**Data to process:**
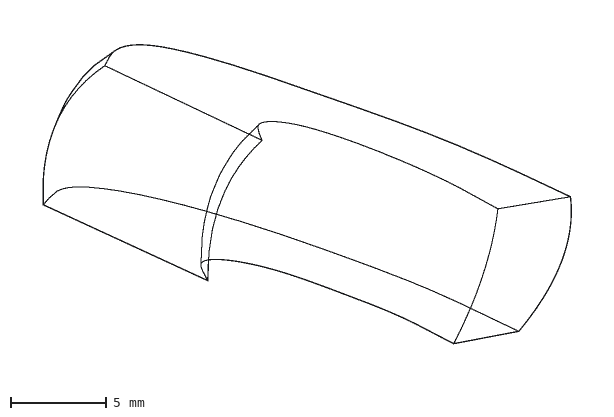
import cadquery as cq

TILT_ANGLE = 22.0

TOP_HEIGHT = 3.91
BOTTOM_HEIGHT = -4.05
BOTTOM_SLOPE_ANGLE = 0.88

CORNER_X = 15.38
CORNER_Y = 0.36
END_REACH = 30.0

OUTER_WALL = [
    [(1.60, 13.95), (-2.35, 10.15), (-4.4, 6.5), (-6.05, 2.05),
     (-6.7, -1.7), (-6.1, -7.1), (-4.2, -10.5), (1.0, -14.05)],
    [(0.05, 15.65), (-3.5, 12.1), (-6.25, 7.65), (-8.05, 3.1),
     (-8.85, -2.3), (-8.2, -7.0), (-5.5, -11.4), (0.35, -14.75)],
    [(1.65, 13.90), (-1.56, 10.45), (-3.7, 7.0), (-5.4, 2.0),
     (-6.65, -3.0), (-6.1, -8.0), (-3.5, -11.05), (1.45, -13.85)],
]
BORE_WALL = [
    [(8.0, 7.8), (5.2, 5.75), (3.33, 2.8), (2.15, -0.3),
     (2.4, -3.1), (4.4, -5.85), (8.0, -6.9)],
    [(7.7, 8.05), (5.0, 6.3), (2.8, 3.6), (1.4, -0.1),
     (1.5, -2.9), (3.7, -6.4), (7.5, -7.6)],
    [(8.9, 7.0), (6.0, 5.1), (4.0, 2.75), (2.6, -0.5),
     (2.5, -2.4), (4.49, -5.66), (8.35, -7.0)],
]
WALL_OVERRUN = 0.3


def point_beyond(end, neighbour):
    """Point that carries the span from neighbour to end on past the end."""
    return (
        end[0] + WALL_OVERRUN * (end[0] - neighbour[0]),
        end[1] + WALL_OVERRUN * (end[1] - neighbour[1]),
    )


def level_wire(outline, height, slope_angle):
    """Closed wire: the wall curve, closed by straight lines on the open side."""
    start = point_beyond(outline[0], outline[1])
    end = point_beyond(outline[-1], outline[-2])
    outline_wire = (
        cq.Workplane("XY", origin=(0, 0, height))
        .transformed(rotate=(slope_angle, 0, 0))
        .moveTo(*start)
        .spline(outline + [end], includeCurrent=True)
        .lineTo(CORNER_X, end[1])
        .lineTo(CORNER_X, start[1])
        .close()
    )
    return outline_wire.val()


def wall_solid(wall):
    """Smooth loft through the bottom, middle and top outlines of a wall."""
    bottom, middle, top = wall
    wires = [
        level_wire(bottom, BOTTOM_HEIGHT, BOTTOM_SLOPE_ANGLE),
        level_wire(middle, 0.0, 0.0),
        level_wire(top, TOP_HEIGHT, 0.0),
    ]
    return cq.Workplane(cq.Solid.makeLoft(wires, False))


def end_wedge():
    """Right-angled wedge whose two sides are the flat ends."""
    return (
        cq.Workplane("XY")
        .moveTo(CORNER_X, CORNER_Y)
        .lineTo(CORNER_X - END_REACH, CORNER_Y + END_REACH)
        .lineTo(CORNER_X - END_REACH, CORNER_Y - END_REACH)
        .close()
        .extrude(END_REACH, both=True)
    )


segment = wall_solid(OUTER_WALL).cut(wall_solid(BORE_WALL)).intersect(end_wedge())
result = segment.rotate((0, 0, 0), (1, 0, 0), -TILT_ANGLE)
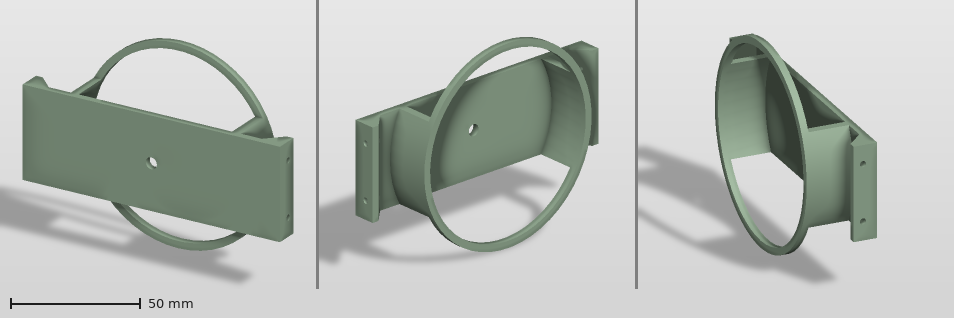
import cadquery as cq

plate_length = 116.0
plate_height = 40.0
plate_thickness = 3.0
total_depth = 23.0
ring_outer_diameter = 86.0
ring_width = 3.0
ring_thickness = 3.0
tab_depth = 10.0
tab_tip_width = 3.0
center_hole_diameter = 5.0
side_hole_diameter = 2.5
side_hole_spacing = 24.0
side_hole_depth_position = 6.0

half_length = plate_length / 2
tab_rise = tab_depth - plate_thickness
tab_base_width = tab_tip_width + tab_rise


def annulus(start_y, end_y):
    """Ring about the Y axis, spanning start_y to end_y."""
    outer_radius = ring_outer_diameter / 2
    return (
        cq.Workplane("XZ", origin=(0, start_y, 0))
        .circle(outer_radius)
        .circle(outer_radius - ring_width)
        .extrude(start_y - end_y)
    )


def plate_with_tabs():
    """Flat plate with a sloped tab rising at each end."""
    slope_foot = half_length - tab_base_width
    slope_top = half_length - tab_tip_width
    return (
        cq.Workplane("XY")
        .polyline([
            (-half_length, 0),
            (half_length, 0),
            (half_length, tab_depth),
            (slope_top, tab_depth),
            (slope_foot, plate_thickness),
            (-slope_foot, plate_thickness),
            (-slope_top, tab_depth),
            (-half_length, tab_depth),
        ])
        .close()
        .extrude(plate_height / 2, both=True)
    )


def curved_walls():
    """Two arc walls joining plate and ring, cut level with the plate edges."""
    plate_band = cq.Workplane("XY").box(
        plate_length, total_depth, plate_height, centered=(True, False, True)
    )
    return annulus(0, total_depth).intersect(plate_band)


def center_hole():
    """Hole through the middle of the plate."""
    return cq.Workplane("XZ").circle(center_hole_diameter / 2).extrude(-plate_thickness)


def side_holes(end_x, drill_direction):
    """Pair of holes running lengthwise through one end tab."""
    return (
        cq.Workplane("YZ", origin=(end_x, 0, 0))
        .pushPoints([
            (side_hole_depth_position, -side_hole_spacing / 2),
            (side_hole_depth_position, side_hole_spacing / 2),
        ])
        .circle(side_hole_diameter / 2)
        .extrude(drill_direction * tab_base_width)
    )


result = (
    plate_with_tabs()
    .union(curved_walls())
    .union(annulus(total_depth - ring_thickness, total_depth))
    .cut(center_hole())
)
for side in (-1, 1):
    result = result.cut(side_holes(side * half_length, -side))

**Directions:**
Looking at the records, how many lines include "neighbour"? Respond with the number only.

**Output below:**
4